Although the company has announced job cuts and the bankruptcy filing, the pharmacist said it is “very, very likely that [this] is more widespread than job cuts.” Prior to this announcement, the company was already planning on shuttering around 100 stores in the coming months.
“In terms of the field, like pharmacists in the field, it sounds like they’re being retained until the end,” the pharmacist said. “I mean, we’re going to continue to close stores…. But in terms of our corporate teams, from my understanding, it seems like on my team alone, probably 80% of us have been eliminated today, and then there’s about 20% that are being told they have until June 4. I haven’t heard of a single corporate member that’s been told they have employment past June 4.”
In a town hall meeting a few months ago, the pharmacist said the outlook was positive. Now, in a company update today, employees were told that operations will continue as normal, but the company is entering another Chapter 11 bankruptcy and in search of a buyer for “all of our components.”
“It didn’t sound like we’re looking for a buyer for our company,” he told Pharmacy Times in an interview. “We’re looking for a buyer for our scripts, our drug processing systems, essentially everything. Bits and pieces, whatever can be sold, will be sold until we get to the point where we can cease operations, or we have to cease operations. But essentially selling as much to pay back our lenders as possible and then closing up shop.”
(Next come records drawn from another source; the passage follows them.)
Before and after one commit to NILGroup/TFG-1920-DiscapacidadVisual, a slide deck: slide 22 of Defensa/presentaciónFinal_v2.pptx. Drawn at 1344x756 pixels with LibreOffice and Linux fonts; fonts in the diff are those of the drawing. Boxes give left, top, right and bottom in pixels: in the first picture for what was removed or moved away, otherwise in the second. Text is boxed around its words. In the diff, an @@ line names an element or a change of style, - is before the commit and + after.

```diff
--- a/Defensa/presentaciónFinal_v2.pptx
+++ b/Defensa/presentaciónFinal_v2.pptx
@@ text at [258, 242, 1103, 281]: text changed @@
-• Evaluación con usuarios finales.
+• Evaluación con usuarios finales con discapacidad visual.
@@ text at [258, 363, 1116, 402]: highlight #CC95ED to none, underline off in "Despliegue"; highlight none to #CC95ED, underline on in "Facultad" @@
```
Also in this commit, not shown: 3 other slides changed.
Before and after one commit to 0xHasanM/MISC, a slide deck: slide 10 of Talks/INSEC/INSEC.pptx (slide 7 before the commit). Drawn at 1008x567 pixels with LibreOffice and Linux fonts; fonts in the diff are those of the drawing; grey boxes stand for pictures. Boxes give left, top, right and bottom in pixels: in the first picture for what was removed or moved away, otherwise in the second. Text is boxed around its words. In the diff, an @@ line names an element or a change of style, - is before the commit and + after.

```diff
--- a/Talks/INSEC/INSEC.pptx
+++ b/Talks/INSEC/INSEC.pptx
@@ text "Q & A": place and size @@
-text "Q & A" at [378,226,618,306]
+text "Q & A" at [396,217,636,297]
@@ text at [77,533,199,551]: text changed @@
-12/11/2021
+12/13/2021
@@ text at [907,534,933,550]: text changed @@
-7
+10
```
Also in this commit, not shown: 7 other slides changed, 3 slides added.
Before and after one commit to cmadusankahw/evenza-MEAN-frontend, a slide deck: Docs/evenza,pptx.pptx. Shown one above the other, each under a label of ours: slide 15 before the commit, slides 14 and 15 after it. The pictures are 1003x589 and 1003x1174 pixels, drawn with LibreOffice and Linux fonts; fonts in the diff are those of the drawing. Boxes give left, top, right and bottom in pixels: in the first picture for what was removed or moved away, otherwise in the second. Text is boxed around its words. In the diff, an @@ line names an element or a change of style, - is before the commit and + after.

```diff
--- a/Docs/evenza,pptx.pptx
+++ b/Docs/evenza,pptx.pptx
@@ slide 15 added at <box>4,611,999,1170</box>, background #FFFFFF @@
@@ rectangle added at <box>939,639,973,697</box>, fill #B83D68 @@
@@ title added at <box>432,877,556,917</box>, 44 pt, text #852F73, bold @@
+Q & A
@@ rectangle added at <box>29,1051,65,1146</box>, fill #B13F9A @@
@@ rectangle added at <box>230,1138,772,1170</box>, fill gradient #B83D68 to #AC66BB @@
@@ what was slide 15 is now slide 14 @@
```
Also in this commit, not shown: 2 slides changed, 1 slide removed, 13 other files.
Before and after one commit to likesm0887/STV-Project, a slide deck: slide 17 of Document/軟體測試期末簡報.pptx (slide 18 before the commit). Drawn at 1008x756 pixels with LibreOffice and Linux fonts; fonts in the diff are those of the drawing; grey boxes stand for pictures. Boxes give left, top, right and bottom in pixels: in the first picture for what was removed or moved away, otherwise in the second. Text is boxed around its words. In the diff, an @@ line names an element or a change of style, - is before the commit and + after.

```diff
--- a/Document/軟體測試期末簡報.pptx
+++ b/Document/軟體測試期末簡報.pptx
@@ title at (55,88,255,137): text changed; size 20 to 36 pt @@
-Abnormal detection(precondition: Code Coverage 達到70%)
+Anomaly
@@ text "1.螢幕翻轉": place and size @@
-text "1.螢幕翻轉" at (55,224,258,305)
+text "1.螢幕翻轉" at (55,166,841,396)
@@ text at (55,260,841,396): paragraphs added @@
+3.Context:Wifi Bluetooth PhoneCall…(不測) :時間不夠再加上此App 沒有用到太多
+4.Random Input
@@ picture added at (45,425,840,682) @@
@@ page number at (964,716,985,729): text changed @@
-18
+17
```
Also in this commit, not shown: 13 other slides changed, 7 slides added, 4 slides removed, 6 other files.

This follows the company’s first Chapter 11 bankruptcy filing in October 2023, which was largely attributed to significant debt and lawsuits related to the opioid crisis. A number of locations were closed in the aftermath of this first bankruptcy filing, and the company reduced its total debt by approximately $2 billion. It also sold its pharmacy benefit manager, Elixir.2,3
In September 2023, as Rite Aid announced its emergence from bankruptcy and plans to move forward, Schroeder was appointed as CEO. He had previously served as chief financial officer for the company.2
“I think this is really unprecedented,” the pharmacist said. “I don’t think any pharmacy chain this large has ceased to operate this suddenly, especially because we still have a little over 1200 stores, and they’re not spread out across the country.”
Importantly, the company has only said it intends to file for bankruptcy and cut jobs as of right now. This story will continue to develop.